One opportunity is nuclear energy. As a master’s student at Darmstadt University of Technology, Professor Glaser’s first project was to design a “swimming-pool reactor” that did not generate electricity but eliminated plutonium most efficiently. To most engineers it would have seemed like a useless pursuit. But for Glaser, taking electricity out of the equation created an entirely new qualitative problem and an opportunity for new design choices. Today, he continues to explore this area of research with other nuclear-fuel-cycle technologies.

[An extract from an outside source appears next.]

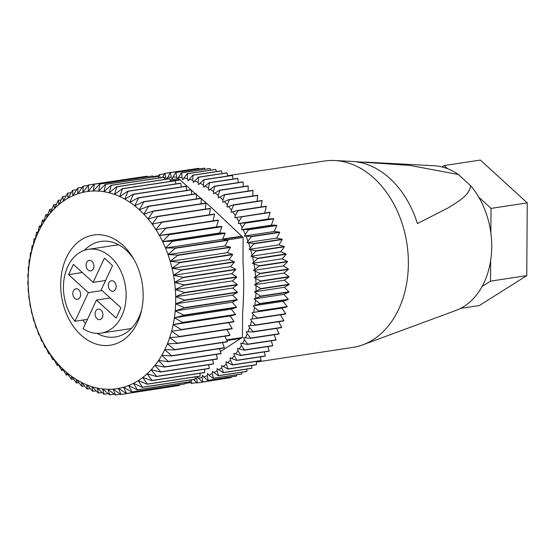 <?xml version="1.0" encoding="UTF-8"?>
<svg xmlns="http://www.w3.org/2000/svg" width="555" height="555" viewBox="0 0 555 555"><rect width="100%" height="100%" fill="white"/><g stroke="black" fill="none" stroke-linecap="round" stroke-linejoin="round"><path stroke-width="0.83" d="M91.97 261.363A5.3 3.885 -98.6 0 0 89.182 260.399A5.3 3.885 -98.6 0 0 86.101 264.298A5.3 3.885 -98.6 0 0 87.981 269.91A5.3 3.885 -98.6 0 0 90.77 270.882A5.3 3.885 -98.6 0 0 93.844 266.983A5.3 3.885 -98.6 0 0 91.97 261.363M78.727 289.759A5.3 3.885 -98.6 0 0 75.938 288.787A5.3 3.885 -98.6 0 0 72.865 292.686A5.3 3.885 -98.6 0 0 74.745 298.306A5.3 3.885 -98.6 0 0 77.534 299.27A5.3 3.885 -98.6 0 0 80.607 295.371A5.3 3.885 -98.6 0 0 78.727 289.759M100.989 310.113A5.3 3.885 -98.6 0 0 98.2 309.149A5.3 3.885 -98.6 0 0 95.127 313.041A5.3 3.885 -98.6 0 0 97.007 318.66A5.3 3.885 -98.6 0 0 99.796 319.631A5.3 3.885 -98.6 0 0 102.869 315.733A5.3 3.885 -98.6 0 0 100.989 310.113M114.233 281.725A5.3 3.885 -98.6 0 0 111.444 280.754A5.3 3.885 -98.6 0 0 108.364 284.653A5.3 3.885 -98.6 0 0 110.244 290.272A5.3 3.885 -98.6 0 0 113.033 291.236A5.3 3.885 -98.6 0 0 116.106 287.344A5.3 3.885 -98.6 0 0 114.233 281.725M134.074 259.608A48.327 35.423 -98.6 0 0 126.228 250.243A48.327 35.423 -98.6 0 0 100.816 241.418A48.327 35.423 -98.6 0 0 84.422 250.319M82.903 320.068A48.327 35.423 -98.6 0 0 85.512 323.523M110.174 297.973L96.452 300.054L83.104 328.685A42.36 31.052 -98.6 0 0 101.142 333.097A42.36 31.052 -98.6 0 0 125.714 301.955A42.36 31.052 -98.6 0 0 110.716 257.069A42.36 31.052 -98.6 0 0 88.432 249.334A42.36 31.052 -98.6 0 0 64.338 277.438A42.36 31.052 -98.6 0 0 74.994 321.269L87.44 319.375M80.974 335.047A55.722 40.841 81.4 0 1 66.399 257.652A55.722 40.841 81.4 0 1 122.863 245.22A55.722 40.841 81.4 0 1 133.054 257.846A55.722 40.841 81.4 0 1 141.234 311.73A55.722 40.841 81.4 0 1 80.974 335.047M66.343 374.958A106.04 77.728 81.4 0 1 66.239 374.868L62.202 368.353A99.678 73.066 -98.6 0 0 66.753 372.509L66.447 375.055A106.04 77.728 81.4 0 1 66.343 374.958M226.787 340.381L241.328 338.175L242.445 337.468L242.604 313.721C243.888 296.058 244.006 278.568 242.965 261.259L243.125 237.505L211.802 207.931L201.326 198.697M220.481 351.599L240.919 338.238M256.292 362.061L352.758 347.423A94.267 69.097 -98.6 0 0 362.797 344.835L455.939 310.446A74.016 54.251 -98.6 0 0 491.078 257.402A74.016 54.251 -98.6 0 0 470.709 185.8C469.003 195.984 458 201.472 448.835 207.528L417.409 223.568A90.729 66.503 -98.6 0 0 389.908 178.481A90.729 66.503 -98.6 0 0 352.161 161.429L334.832 160.513A94.267 69.097 -98.6 0 0 324.481 161.019L227.564 175.72M362.797 344.835A94.267 69.097 -98.6 0 0 408.105 271.263A94.267 69.097 -98.6 0 0 374.056 178.231A94.267 69.097 -98.6 0 0 334.832 160.513M250.52 338.335A106.04 77.728 -98.6 0 0 250.638 338.071L279.047 333.763A106.04 77.728 -98.6 0 1 278.929 334.027L250.52 338.335L243.659 337.676L244.464 339.764L247.683 344.169L276.085 339.861L274.121 334.755M185.953 382.492L185.918 383.311A106.04 77.728 -98.6 0 1 185.682 383.297L185.155 382.61M210.72 170.142L210.102 168.533L181.693 172.848L182.033 177.683L182.838 179.778L187.118 173.722L215.527 169.414A106.04 77.728 -98.6 0 1 215.763 169.462L187.354 173.77A106.04 77.728 -98.6 0 0 187.118 173.722M274.198 231.497L276.869 225.51L248.46 229.819L244.353 236.028L246.045 236.215L251.221 236.423L279.623 232.115L274.198 231.497L244.353 236.028M229.298 199.758A106.04 77.728 -98.6 0 0 229.111 199.543L257.52 195.235A106.04 77.728 -98.6 0 1 257.707 195.45L229.298 199.758L227.293 204.844L227.03 207.05L233.53 204.837L261.939 200.528A106.04 77.728 -98.6 0 1 262.12 200.757L233.71 205.073A106.04 77.728 -98.6 0 0 233.53 204.837M237.852 210.761A106.04 77.728 -98.6 0 0 237.686 210.518L266.095 206.21A106.04 77.728 -98.6 0 1 266.261 206.453L237.852 210.761L235.32 215.624L234.821 217.726L269.959 212.239A106.04 77.728 -98.6 0 1 270.112 212.496L241.702 216.811A106.04 77.728 -98.6 0 0 241.55 216.547M245.248 223.172A106.04 77.728 -98.6 0 0 245.109 222.895L273.511 218.587A106.04 77.728 -98.6 0 1 273.657 218.857L245.248 223.172L242.209 227.71L241.487 229.659L248.335 229.534L276.744 225.226A106.04 77.728 -98.6 0 1 276.869 225.51M279.623 232.115A106.04 77.728 -98.6 0 1 279.741 232.406L251.332 236.714A106.04 77.728 -98.6 0 0 251.221 236.423M255.98 251.124A106.04 77.728 -98.6 0 0 255.897 250.811L284.306 246.503A106.04 77.728 -98.6 0 1 284.382 246.815L255.98 251.124L250.916 256.292L257.666 258.241L286.068 253.926A106.04 77.728 -98.6 0 1 286.137 254.245L257.728 258.554A106.04 77.728 -98.6 0 0 257.666 258.241M259.088 266.088A106.04 77.728 -98.6 0 0 259.039 265.769L287.448 261.46A106.04 77.728 -98.6 0 1 287.497 261.78L259.088 266.088L253.482 270.438L260.011 273.358L288.42 269.05A106.04 77.728 -98.6 0 1 288.454 269.369L260.045 273.677A106.04 77.728 -98.6 0 0 260.011 273.358M260.6 281.295A106.04 77.728 -98.6 0 0 260.586 280.976L288.988 276.668A106.04 77.728 -98.6 0 1 289.002 276.987L260.6 281.295L254.537 284.736L260.746 288.579L289.155 284.271A106.04 77.728 -98.6 0 1 289.148 284.583L260.739 288.898A106.04 77.728 -98.6 0 0 260.746 288.579M260.475 296.439A106.04 77.728 -98.6 0 0 260.496 296.12L288.905 291.812A106.04 77.728 -98.6 0 1 288.884 292.131L260.475 296.439L254.051 298.902L259.844 303.571L288.246 299.263A106.04 77.728 -98.6 0 1 288.212 299.575L259.802 303.883A106.04 77.728 -98.6 0 0 259.844 303.571M258.727 311.195A106.04 77.728 -98.6 0 0 258.783 310.89L287.192 306.582A106.04 77.728 -98.6 0 1 287.136 306.887L252.046 312.631L253.246 314.387L257.319 318.036L285.728 313.728A106.04 77.728 -98.6 0 1 285.659 314.019L257.249 318.334A106.04 77.728 -98.6 0 0 257.319 318.036M255.383 325.258A106.04 77.728 -98.6 0 0 255.473 324.973L283.882 320.658A106.04 77.728 -98.6 0 1 283.792 320.95L255.383 325.258L248.557 325.646L249.57 327.589L253.24 331.661L281.649 327.353A106.04 77.728 -98.6 0 1 281.545 327.623L253.135 331.939A106.04 77.728 -98.6 0 0 253.24 331.661M244.235 350.156A106.04 77.728 -98.6 0 0 244.38 349.921L272.789 345.612A106.04 77.728 -98.6 0 1 272.644 345.848L244.235 350.156L237.45 348.464L238.033 350.663L240.759 355.297L269.168 350.989A106.04 77.728 -98.6 0 1 269.008 351.204L240.599 355.512A106.04 77.728 -98.6 0 0 240.759 355.297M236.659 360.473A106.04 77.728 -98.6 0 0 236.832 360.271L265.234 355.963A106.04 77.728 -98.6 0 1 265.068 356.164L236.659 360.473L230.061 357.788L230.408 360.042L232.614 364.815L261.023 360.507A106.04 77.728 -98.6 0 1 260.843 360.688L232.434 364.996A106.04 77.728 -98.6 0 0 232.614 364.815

Applying Arms Control Physics Today
He came to Princeton in 2005 as a postdoc excited to work with the Program on Science and Global Security team, who had worked for decades on many problems of nuclear arms control, disarmament, and verification. While most nuclear verification research takes place at national laboratories guarded by high-level security clearances, Glaser collaborates with other universities in an unclassified setting as part of the Consortium for Verification Technology, supported by the Department of Energy’s National Nuclear Security Administration.
“Most scientists in our field simply can’t talk about the work they are doing, but freely sharing ‘random thoughts’ and intuitions is how the best ideas are often formed,” says Professor Glaser. In fact, the idea for the zero-knowledge proof technique first came about during a conversation with Princeton’s former dean of faculty, a computer scientist, who told Glaser about the concept. Intrigued, Glaser reached out to his colleague Robert Goldston and cryptographer Boaz Barak, and the team went on to publish the first paper on their the zero-knowledge proof concept in Nature in 2014.
With a dual appointment at the Woodrow Wilson School, Professor Glaser has helped inform the policy debate at the United Nations related to nuclear nonproliferation, arms control, and disarmament. Recently, together with his colleagues at the program, he offered advice during negotiations with Iran regarding how a plutonium production reactor and a uranium enrichment plant should be redesigned.
“It was a fascinating case where technical analysis informed policy and made a real difference. For example, when we have a choice between two reactor designs, which differ significantly in their capabilities to support a nuclear weapons program, we ought to choose the design that is more proliferation resistant,” he says. “At least in some countries, nuclear power will be a part of the answer to climate change. This is why it is important that we develop sound technology and policies that take into account all aspects of this unique technology.”
An avid gamer, Professor Glaser can often be found playing old Atari games and arcade machines. Recently, those vintage circuit boards made him think about verification applications for old electronics. Today, the idea of using a computer that is programmed to protect national secrets is a tough sell because there is a credible risk of hacking, hidden switches, or backdoors, which could be used to transmit or restore the information at a later date. However, Glaser wonders if there is a use for old computer chips build in the 1980s that may be unable to store information. After all, he says, no one thought of adding hidden switches and backdoors at the time— and even if they had, the chips weren’t sophisticated enough to begin with.
“That would be the ultimate meld of work and fun,” he says. “The day we pull out an old motherboard from one of these arcade machines and use it for nuclear verification is the day I happily retire.”